Note that there are a number of frequencies regularly excluded from the scan, to avoid interference with essential services.
Once the capabilities of this passive sounding technique are understood, and of course if the results of this research experiment prove to be both useful and achievable, it may be possible to develop a system which will enable anyone with an interest in HF propagation to study it in real time with a minimum of equipment and expense - for example using nothing more than a PC with sound card. Perferably, one reference sounder could be used to calibrate reception of others, avoiding the need for an expensive high precision time reference.
There are more or less three phases to this project envisaged:
Several sounder transmissions were identified and their locations discovered by hyperbolic triangulation (measurement of arrival times at different locations and plotting lines of equal delay). Improved tracking of sounders with different chirp periods, improved time resolution and simpler setup, clock synchonisation and system calibration were perceived as the main areas for improvement.
Four observing stations took part in Phase I - one in the UK, one in New Zealand, one each in North and South America. Three of these were capable of high precision time measurement. Stations were in many cases able to receive the same signals, thus making distance measurements possible. Both long and short path transmissions could be identified by timing, and on occasions it was possible to resolve long path and short path signals simultaneously. On a few occasions round-the-world delays were detected.
Better data analysis allows more accurate delay measurements to be made, making possible the identification of individual propagation paths. At present five stations are equipped for Phase II sounding, although it is hoped that other stations with a better geographic spread will take part. With observers widely spread in this way, more accurate triangulation of the sounder sites is possible, and more opportunities to study sounders at more than one site will occur. This is especially true of the more difficult observations involving sounders that either drift in time, jump in reference time, can only be heard in some locations, or are not available continuously. An army of "chirp spotters" could help solve these problems.
If the transmitter and receiver are in fixed locations, you would expect this delay to be constant. However, it is not, and this variation is the principle on which this project is based. The arrival time of the signal will depend on which way around the world it went, how many times it bounced off the ionosphere and the earth, and which ionospheric layers were involved.
An explanation of the above image is in order. This graph is called a "waterfall", a type of ionogram where the image axes are both time - horizontally in UTC hours (time of day), and vertically in milliseconds, the delay time from some fixed reference point. Since it is not practical to display more than a short period of time vertically with high resolution, the vertical size is limited to ±40 ms (Phase I) or +150ms (Phase II). The image displays the strength of the signal during the receiving "window", using white for no signal, and black for very strong signals. 256 grey levels are displayed, 0.25dB per step, over a range of 64 dB. Imagine that a waterfall is set to a time of 2.5 seconds, with a period of 300 seconds (five minutes). Any signal that appears within 40ms of the UTC five minute points plus 2.5 seconds (00:02.5, 05:02.5 minutes:seconds etc) will be displayed in the waterfall window. This technique is extremely sensitive, as no digital detection process is involved - interpretation is left to the eye.

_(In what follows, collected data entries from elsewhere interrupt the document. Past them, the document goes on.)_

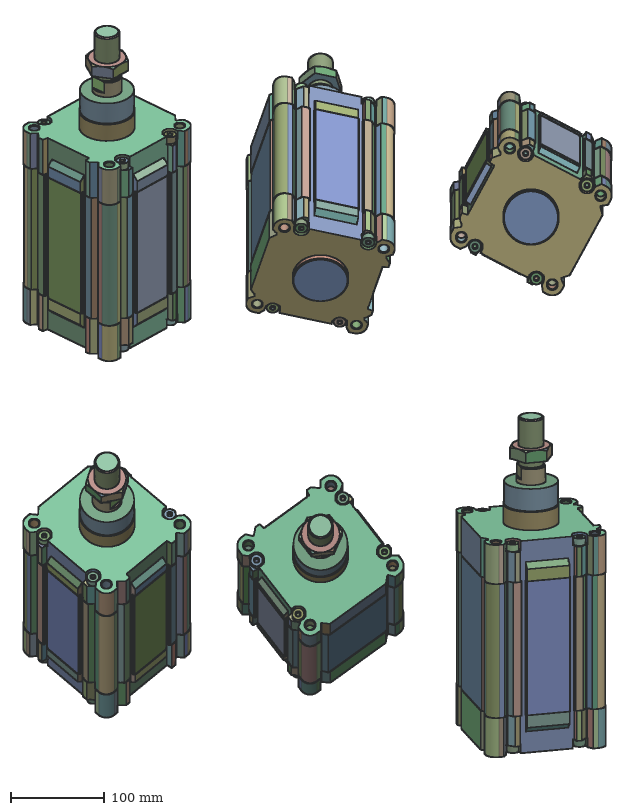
import cadquery as cq
import math

overall_height = 365.0
spigot_height = 6.5
end_cap_height = 44.0
housing_height = 239.5
housing_bottom = spigot_height
housing_top = housing_bottom + housing_height
upper_cap_bottom = housing_top - end_cap_height
collar_step_height = 266.5
collar_top = 292.5
thread_start = 311.5
nut_bottom = 319.5
nut_height = 13.5

cap_half = 66.98
groove_depth = 6.2
recess_floor = cap_half - groove_depth
corner_radius = 11.5
cap_lobe_end = 50.0
cap_groove_outer = 45.3
cap_groove_inner = 43.8
cap_rib_outer = 37.2
cap_rib_inner = 31.5
cap_recess_half = 30.3

barrel_inset = 0.55
barrel_half = cap_half - barrel_inset
barrel_lobe_end = 49.0
barrel_groove_outer = 44.5
barrel_groove_inner = 43.5
barrel_rib_outer = 39.0

slot_rib_side = 29.2
slot_pad_side = 25.0
slot_mouth_chamfer = 1.0
slot_lip_depth = 3.3

pad_half_width = 23.7
pad_end_margin = 24.0
padded_sides = (0, 90, 270)

corner_hole_offset = 55.0
corner_hole_diameter = 10.2
corner_hole_mouth_diameter = 12.0
corner_hole_depth = 20.0
drill_point_angle = 118.0

screw_x = 57.5
screw_y = 37.2
pocket_diameter = 16.5
pocket_depth = 10.2
screw_head_diameter = 13.0
screw_head_height = 8.0
screw_socket_diameter = 4.7
screw_socket_mouth_diameter = 6.0
screw_socket_depth = 4.0

collar_diameter = 60.0
collar_upper_diameter = 58.0
spigot_chamfer = 1.0
rod_diameter = 32.0
thread_diameter = 27.0
thread_chamfer = 1.5
shoulder_chamfer = 1.0
rod_flat_bottom = 297.5
rod_flats_width = 27.0
nut_across_flats = 41.0
nut_chamfer_angle = 30.0


def block_between(x_range, y_range, z_range):
    """Box spanning the given ranges along X, Y and Z."""
    return (
        cq.Workplane("XY")
        .box(x_range[1] - x_range[0], y_range[1] - y_range[0], z_range[1] - z_range[0], centered=False)
        .translate((x_range[0], y_range[0], z_range[0]))
    )


def square_prism(half_width, bottom, height):
    """Square bar with rounded vertical corners."""
    return (
        cq.Workplane("XY", origin=(0, 0, bottom))
        .rect(2 * half_width, 2 * half_width)
        .extrude(height)
        .edges("|Z")
        .fillet(corner_radius)
    )


def side_prism(points, side_angle, bottom, height):
    """Prism drawn on the -Y side and turned about Z onto another side."""
    prism = cq.Workplane("XY", origin=(0, 0, bottom)).polyline(points).close().extrude(height)
    return prism.rotate((0, 0, 0), (0, 0, 1), side_angle)


def cut_grooves(bar, groove, bottom, height):
    """Cut the two mirrored grooves on all four sides.

    groove lists (distance from the middle of the side, distance out from the part axis).
    """
    for side_angle in (0, 90, 180, 270):
        for hand in (-1, 1):
            outline = [(hand * along, -out) for along, out in groove]
            bar = bar.cut(side_prism(outline, side_angle, bottom, height))
    return bar


def barrel():
    """Middle bar with grooves on all sides and undercut slots on the padded sides."""
    bottom = housing_bottom + end_cap_height
    height = housing_height - 2 * end_cap_height
    groove = [
        (barrel_lobe_end, barrel_half),
        (barrel_groove_outer, recess_floor),
        (barrel_groove_inner, recess_floor),
        (barrel_rib_outer, barrel_half),
    ]
    bar = cut_grooves(square_prism(barrel_half, bottom, height), groove, bottom, height)

    lip_inside = barrel_half - slot_lip_depth
    lip_edge = barrel_half - slot_mouth_chamfer
    slot = [
        (slot_rib_side + slot_mouth_chamfer, barrel_half),
        (slot_rib_side, lip_edge),
        (slot_rib_side, lip_inside),
        (cap_recess_half, lip_inside),
        (cap_recess_half, recess_floor),
        (pad_half_width, recess_floor),
        (pad_half_width, lip_inside),
        (slot_pad_side, lip_inside),
        (slot_pad_side, lip_edge),
        (slot_pad_side - slot_mouth_chamfer, barrel_half),
    ]
    for side_angle in padded_sides:
        for hand in (-1, 1):
            outline = [(hand * along, -out) for along, out in slot]
            bar = bar.cut(side_prism(outline, side_angle, bottom, height))
    return bar


def cap_block():
    """Upper end cap with grooves on all sides and a wide recess on the padded sides."""
    groove = [
        (cap_lobe_end, cap_half),
        (cap_groove_outer, recess_floor),
        (cap_groove_inner, recess_floor),
        (cap_rib_outer, cap_half),
    ]
    block = square_prism(cap_half, upper_cap_bottom, end_cap_height)
    block = cut_grooves(block, groove, upper_cap_bottom, end_cap_height)
    recess = [
        (-cap_rib_inner, -cap_half),
        (-cap_recess_half, -recess_floor),
        (cap_recess_half, -recess_floor),
        (cap_rib_inner, -cap_half),
    ]
    for side_angle in padded_sides:
        block = block.cut(side_prism(recess, side_angle, upper_cap_bottom, end_cap_height))
    return block


def pad_end(side_angle):
    """End of a pad standing in the cap recess, finishing in a 45 degree slope."""
    pad_top = housing_top - pad_end_margin
    pad = (
        cq.Workplane("YZ", origin=(-pad_half_width, 0, 0))
        .polyline([
            (-recess_floor, upper_cap_bottom),
            (-cap_half, upper_cap_bottom),
            (-cap_half, pad_top - groove_depth),
            (-recess_floor, pad_top),
        ])
        .close()
        .extrude(2 * pad_half_width)
    )
    return pad.rotate((0, 0, 0), (0, 0, 1), side_angle)


def drilled_hole(x, y, diameter, depth, mouth_diameter):
    """Hole drilled down from the housing top, with a conical point and a chamfered mouth."""
    radius = diameter / 2
    mouth_radius = mouth_diameter / 2
    point_height = radius / math.tan(math.radians(drill_point_angle / 2))
    return (
        cq.Workplane("XZ")
        .polyline([
            (0, 0), (mouth_radius, 0), (radius, radius - mouth_radius), (radius, -depth), (0, -depth - point_height),
        ])
        .close()
        .revolve(360, (0, 0), (0, 1))
        .translate((x, y, housing_top))
    )


def screw_pocket(side_x, side_y):
    """Round-ended pocket at the housing top, open towards the X side."""
    radius = pocket_diameter / 2
    floor = housing_top - pocket_depth
    x = side_x * screw_x
    y = side_y * screw_y
    round_end = cq.Workplane("XY", origin=(x, y, floor)).circle(radius).extrude(pocket_depth)
    x_range = sorted((x, side_x * cap_half))
    return round_end.union(block_between(x_range, (y - radius, y + radius), (floor, housing_top)))


def screw_head(side_x, side_y):
    """Round screw head standing on the pocket floor."""
    return (
        cq.Workplane("XY", origin=(side_x * screw_x, side_y * screw_y, housing_top - pocket_depth))
        .circle(screw_head_diameter / 2)
        .extrude(screw_head_height)
    )


def screw_socket(side_x, side_y):
    """Socket sunk into the top of a screw head."""
    top_of_head = screw_head_height - pocket_depth
    socket = drilled_hole(
        side_x * screw_x, side_y * screw_y,
        screw_socket_diameter, screw_socket_depth, screw_socket_mouth_diameter,
    )
    return socket.translate((0, 0, top_of_head))


def upper_end_cap():
    """End cap at the rod end, complete with pad ends, mounting holes and cap screws."""
    cap = cap_block()
    for side_angle in padded_sides:
        cap = cap.union(pad_end(side_angle))
    for side_x in (-1, 1):
        for side_y in (-1, 1):
            cap = cap.cut(drilled_hole(
                side_x * corner_hole_offset, side_y * corner_hole_offset,
                corner_hole_diameter, corner_hole_depth, corner_hole_mouth_diameter,
            ))
            cap = cap.cut(screw_pocket(side_x, side_y))
            cap = cap.union(screw_head(side_x, side_y))
            cap = cap.cut(screw_socket(side_x, side_y))
    return cap


def make_housing():
    """Barrel between two mirrored end caps, with a stepped collar above and a spigot below."""
    upper_cap = upper_end_cap()
    lower_cap = upper_cap.mirror("XY", (0, 0, housing_bottom + housing_height / 2))
    housing = barrel().union(upper_cap).union(lower_cap)

    collar_radius = collar_diameter / 2
    upper_radius = collar_upper_diameter / 2
    collar = (
        cq.Workplane("XZ")
        .polyline([
            (0, housing_top),
            (collar_radius, housing_top),
            (collar_radius, collar_step_height),
            (upper_radius, collar_step_height + collar_radius - upper_radius),
            (upper_radius, collar_top),
            (0, collar_top),
        ])
        .close()
        .revolve(360, (0, 0), (0, 1))
    )
    spigot = (
        cq.Workplane("XY").circle(collar_radius).extrude(spigot_height).faces("<Z").chamfer(spigot_chamfer)
    )
    return housing.union(collar).union(spigot)


def make_rod():
    """Rod with a pair of wrench flats across Y and a threaded end, standing on the collar."""
    shank = (
        cq.Workplane("XY", origin=(0, 0, collar_top))
        .circle(rod_diameter / 2)
        .extrude(thread_start - collar_top)
        .faces(">Z")
        .chamfer(shoulder_chamfer)
    )
    flat_zone = block_between(
        (-rod_diameter, rod_diameter),
        (-rod_flats_width / 2, rod_flats_width / 2),
        (rod_flat_bottom, thread_start),
    )
    below_flats = block_between(
        (-rod_diameter, rod_diameter), (-rod_diameter, rod_diameter), (collar_top, rod_flat_bottom)
    )
    shank = shank.intersect(flat_zone.union(below_flats))
    thread = (
        cq.Workplane("XY", origin=(0, 0, thread_start))
        .circle(thread_diameter / 2)
        .extrude(overall_height - thread_start)
        .faces(">Z")
        .chamfer(thread_chamfer)
    )
    return shank.union(thread)


def make_nut():
    """Hexagon nut with flats facing X and its upper corners turned to a cone."""
    corner_radius_of_hexagon = nut_across_flats / 2 / math.cos(math.pi / 6)
    face_radius = nut_across_flats / 2
    cone_drop = (corner_radius_of_hexagon - face_radius) * math.tan(math.radians(nut_chamfer_angle))
    nut = (
        cq.Workplane("XY")
        .polygon(6, 2 * corner_radius_of_hexagon)
        .extrude(nut_height)
        .rotate((0, 0, 0), (0, 0, 1), 30)
    )
    turned_blank = (
        cq.Workplane("XZ")
        .polyline([
            (0, 0),
            (corner_radius_of_hexagon, 0),
            (corner_radius_of_hexagon, nut_height - cone_drop),
            (face_radius, nut_height),
            (0, nut_height),
        ])
        .close()
        .revolve(360, (0, 0), (0, 1))
    )
    bore = cq.Workplane("XY").circle(thread_diameter / 2).extrude(nut_height)
    return nut.intersect(turned_blank).cut(bore).translate((0, 0, nut_bottom))


housing = make_housing()
rod = make_rod()
nut = make_nut()

result = cq.Compound.makeCompound([housing.val(), rod.val(), nut.val()])

Unlike most examples shown, the image immediately above shows a constant horizontal line - this is because the transmitter was within groundwave range of the receiver. Much of the day, this is the only signal received; however, between 0600 and 2100 UTC, faint lines first with decreasing and later increasing delay appear. These are caused by scatter to the receiving site from an ionospheric skip occuring to some other part of the world. As the skip zone moves closer, the delay is reduced. The signal suddenly becomes very strong and with a stable short delay between 1200 and 1900 UTC. This is the F layer reflection which occurs during daytime, where the transmitted signal is reflected from the ionosphere and directly received at the observing receiver. The additional delay (i.e. the time later than the ground wave arrival time) is an indirect measure of the height of the reflective layer. If you look closely, you can see that there are actually two separate lines between 1200 and 1900 UTC, the ground wave signal and the F-layer skip signal. The fuzzy stuff with longer delays above these strong lines come about because the reflective layer is diffuse, causing some diffraction (scatter), which you might liken to the fuzziness of a rainbow.